[Stored items from a collection]
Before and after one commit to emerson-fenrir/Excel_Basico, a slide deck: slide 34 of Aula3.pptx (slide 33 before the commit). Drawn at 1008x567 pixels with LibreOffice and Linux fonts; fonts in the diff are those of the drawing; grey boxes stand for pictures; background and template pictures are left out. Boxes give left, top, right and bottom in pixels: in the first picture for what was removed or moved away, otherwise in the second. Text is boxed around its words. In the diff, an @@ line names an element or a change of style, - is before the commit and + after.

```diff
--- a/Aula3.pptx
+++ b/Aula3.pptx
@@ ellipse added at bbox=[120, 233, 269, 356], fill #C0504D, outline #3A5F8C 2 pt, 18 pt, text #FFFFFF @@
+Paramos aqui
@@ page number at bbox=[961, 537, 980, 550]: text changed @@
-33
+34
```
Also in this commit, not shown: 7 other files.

---

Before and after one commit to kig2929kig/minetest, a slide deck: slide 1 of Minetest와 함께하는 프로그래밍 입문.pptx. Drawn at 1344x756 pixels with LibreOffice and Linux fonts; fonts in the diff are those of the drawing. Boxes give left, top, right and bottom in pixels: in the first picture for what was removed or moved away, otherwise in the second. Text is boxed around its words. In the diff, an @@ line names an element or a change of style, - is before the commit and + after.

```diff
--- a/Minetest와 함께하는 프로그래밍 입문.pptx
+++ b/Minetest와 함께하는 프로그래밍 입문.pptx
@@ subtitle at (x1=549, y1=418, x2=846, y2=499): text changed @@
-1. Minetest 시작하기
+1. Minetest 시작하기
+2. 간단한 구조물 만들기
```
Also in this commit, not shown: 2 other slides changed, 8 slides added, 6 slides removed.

**DIRECTIONS FOR THIS TASK**
Please copy the lines above from the line with "Before and after one commit to emerson-fenrir/Excel_Basico, a" up to and including the line with "Also in this commit, not shown: 7", exactly as written and with nothing else.

**ANSWER TO THIS EXERCISE**
Before and after one commit to emerson-fenrir/Excel_Basico, a slide deck: slide 34 of Aula3.pptx (slide 33 before the commit). Drawn at 1008x567 pixels with LibreOffice and Linux fonts; fonts in the diff are those of the drawing; grey boxes stand for pictures; background and template pictures are left out. Boxes give left, top, right and bottom in pixels: in the first picture for what was removed or moved away, otherwise in the second. Text is boxed around its words. In the diff, an @@ line names an element or a change of style, - is before the commit and + after.

```diff
--- a/Aula3.pptx
+++ b/Aula3.pptx
@@ ellipse added at bbox=[120, 233, 269, 356], fill #C0504D, outline #3A5F8C 2 pt, 18 pt, text #FFFFFF @@
+Paramos aqui
@@ page number at bbox=[961, 537, 980, 550]: text changed @@
-33
+34
```
Also in this commit, not shown: 7 other files.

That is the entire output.